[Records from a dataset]
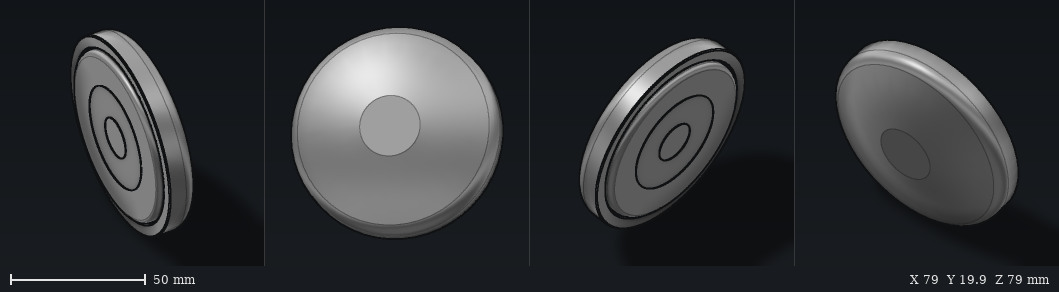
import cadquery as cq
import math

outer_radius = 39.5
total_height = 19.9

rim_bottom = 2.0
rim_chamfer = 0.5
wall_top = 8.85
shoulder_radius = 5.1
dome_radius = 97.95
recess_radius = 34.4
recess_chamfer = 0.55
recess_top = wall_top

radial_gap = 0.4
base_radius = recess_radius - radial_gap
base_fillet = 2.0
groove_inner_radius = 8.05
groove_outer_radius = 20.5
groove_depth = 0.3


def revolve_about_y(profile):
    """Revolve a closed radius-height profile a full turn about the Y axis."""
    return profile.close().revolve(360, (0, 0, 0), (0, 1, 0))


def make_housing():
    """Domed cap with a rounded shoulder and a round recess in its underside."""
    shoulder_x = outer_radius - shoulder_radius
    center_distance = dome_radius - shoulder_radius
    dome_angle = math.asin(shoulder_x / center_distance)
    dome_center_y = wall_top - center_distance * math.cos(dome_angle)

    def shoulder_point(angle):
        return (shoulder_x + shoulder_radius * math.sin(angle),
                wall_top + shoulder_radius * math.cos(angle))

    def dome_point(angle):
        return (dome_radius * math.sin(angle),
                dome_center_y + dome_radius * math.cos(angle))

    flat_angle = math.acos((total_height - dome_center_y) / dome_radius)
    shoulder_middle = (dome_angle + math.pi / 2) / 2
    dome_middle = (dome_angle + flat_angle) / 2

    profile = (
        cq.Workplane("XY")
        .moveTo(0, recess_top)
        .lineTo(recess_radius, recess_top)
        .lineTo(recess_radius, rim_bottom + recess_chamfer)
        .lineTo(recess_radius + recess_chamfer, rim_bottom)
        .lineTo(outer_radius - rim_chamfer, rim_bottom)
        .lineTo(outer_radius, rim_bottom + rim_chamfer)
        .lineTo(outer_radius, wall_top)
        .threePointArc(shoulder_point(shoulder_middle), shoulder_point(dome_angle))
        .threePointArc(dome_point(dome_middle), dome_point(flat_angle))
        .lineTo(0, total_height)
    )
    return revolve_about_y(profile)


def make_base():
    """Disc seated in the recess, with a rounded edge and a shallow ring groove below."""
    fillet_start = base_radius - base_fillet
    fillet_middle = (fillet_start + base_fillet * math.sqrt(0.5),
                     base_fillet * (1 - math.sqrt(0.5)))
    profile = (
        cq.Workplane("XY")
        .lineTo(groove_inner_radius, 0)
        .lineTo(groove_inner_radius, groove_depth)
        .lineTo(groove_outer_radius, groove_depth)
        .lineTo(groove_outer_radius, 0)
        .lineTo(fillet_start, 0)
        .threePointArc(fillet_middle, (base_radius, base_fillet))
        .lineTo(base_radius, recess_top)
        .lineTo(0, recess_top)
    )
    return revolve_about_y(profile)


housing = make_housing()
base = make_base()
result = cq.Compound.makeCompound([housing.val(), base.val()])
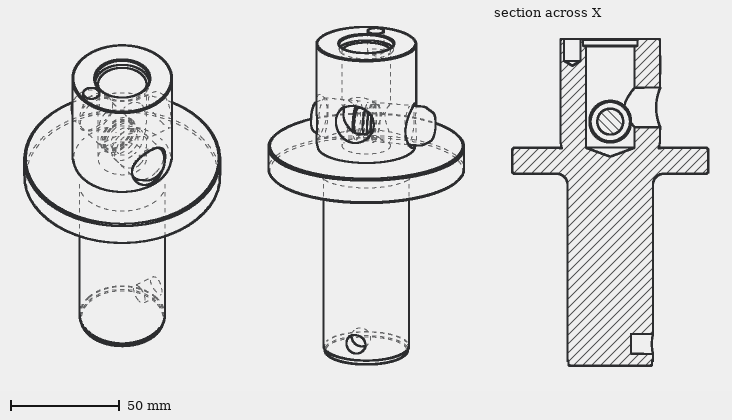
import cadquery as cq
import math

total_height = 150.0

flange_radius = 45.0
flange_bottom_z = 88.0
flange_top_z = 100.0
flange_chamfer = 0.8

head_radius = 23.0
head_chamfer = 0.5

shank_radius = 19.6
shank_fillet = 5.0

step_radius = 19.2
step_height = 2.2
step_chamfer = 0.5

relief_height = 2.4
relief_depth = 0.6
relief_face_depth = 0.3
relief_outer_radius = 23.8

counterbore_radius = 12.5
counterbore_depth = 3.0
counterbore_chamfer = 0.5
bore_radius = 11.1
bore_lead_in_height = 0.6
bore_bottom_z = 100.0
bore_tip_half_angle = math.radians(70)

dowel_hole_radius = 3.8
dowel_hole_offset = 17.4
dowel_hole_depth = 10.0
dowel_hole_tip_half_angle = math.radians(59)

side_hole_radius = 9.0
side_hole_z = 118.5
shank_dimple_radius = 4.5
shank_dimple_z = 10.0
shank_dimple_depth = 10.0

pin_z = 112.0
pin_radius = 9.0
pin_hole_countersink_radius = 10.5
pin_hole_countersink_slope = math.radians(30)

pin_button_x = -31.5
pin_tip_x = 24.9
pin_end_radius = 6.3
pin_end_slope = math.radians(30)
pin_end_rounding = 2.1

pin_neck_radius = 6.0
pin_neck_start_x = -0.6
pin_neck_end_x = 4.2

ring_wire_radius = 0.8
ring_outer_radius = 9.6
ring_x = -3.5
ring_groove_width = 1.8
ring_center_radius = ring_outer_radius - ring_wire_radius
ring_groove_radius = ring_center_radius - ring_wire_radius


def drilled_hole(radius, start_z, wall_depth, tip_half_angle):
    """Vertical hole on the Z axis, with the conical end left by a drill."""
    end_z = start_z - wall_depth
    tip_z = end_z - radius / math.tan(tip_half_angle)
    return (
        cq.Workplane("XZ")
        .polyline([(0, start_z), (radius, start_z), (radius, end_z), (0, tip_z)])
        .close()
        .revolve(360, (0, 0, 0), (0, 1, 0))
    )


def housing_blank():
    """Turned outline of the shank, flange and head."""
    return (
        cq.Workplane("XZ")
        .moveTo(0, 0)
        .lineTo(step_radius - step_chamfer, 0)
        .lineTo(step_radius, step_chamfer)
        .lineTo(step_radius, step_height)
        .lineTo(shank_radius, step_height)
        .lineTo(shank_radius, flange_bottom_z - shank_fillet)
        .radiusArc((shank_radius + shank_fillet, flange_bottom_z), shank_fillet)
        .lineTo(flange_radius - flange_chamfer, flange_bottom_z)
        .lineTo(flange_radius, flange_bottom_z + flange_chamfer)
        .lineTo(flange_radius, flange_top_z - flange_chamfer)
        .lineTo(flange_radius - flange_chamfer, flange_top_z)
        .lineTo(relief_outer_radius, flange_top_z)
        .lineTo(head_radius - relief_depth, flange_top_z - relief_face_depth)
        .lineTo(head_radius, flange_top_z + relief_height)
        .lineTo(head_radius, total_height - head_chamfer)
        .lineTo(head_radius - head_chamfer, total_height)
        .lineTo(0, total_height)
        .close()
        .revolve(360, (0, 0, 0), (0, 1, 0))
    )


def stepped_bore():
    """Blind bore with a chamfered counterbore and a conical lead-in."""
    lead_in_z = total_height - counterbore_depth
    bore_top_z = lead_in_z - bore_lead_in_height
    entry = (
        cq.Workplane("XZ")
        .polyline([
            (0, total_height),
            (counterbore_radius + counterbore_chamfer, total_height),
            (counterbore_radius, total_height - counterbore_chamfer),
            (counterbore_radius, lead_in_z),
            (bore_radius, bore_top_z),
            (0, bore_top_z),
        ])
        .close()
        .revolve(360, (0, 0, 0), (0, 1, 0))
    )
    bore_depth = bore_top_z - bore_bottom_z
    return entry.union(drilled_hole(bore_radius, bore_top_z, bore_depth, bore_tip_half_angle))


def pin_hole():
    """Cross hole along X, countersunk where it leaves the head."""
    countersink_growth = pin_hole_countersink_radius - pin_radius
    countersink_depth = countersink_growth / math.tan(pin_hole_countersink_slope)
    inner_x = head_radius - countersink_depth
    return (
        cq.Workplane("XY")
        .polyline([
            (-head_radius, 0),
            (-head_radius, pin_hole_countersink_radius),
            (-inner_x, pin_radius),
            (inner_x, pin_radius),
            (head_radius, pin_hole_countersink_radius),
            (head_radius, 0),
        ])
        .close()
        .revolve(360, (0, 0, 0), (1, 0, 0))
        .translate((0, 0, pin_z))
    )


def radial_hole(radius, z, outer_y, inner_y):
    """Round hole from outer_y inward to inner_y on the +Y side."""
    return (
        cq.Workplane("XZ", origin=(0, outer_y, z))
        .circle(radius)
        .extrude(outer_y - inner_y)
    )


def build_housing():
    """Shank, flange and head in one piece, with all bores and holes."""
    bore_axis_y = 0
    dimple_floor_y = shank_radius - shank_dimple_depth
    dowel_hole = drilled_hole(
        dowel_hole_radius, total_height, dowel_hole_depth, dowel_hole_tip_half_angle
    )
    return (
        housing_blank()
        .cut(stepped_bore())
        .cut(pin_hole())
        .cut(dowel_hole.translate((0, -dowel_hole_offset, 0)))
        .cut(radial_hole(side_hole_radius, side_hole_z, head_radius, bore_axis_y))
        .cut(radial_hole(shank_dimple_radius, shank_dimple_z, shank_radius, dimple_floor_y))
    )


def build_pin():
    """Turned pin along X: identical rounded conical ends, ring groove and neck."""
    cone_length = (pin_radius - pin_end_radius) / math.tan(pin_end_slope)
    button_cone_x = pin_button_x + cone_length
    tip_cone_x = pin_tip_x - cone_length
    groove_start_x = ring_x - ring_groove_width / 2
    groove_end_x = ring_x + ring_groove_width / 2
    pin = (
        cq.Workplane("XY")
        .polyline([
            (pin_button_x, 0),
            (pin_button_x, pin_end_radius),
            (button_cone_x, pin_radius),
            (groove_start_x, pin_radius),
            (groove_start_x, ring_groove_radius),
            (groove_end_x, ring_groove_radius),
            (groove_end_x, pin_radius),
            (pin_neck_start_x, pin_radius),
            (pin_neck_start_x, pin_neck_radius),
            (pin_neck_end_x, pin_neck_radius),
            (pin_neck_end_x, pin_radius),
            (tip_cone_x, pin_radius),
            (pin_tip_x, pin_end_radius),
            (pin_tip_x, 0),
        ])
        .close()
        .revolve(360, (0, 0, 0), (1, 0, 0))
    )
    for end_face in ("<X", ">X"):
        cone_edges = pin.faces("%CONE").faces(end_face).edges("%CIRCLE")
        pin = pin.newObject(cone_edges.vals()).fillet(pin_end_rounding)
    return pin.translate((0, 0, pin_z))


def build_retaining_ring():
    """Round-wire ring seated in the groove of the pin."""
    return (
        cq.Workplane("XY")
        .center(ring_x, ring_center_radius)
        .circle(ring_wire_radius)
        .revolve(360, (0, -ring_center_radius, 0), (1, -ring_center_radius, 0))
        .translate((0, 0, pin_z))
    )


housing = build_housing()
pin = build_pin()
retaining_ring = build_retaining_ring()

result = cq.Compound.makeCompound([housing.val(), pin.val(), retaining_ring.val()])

→ ACTION ITEM
Copy the line containing "pin = build_pin()" and every line after it, through the last line of the records. Include nothing else.

→ ANSWER AREA
pin = build_pin()
retaining_ring = build_retaining_ring()

result = cq.Compound.makeCompound([housing.val(), pin.val(), retaining_ring.val()])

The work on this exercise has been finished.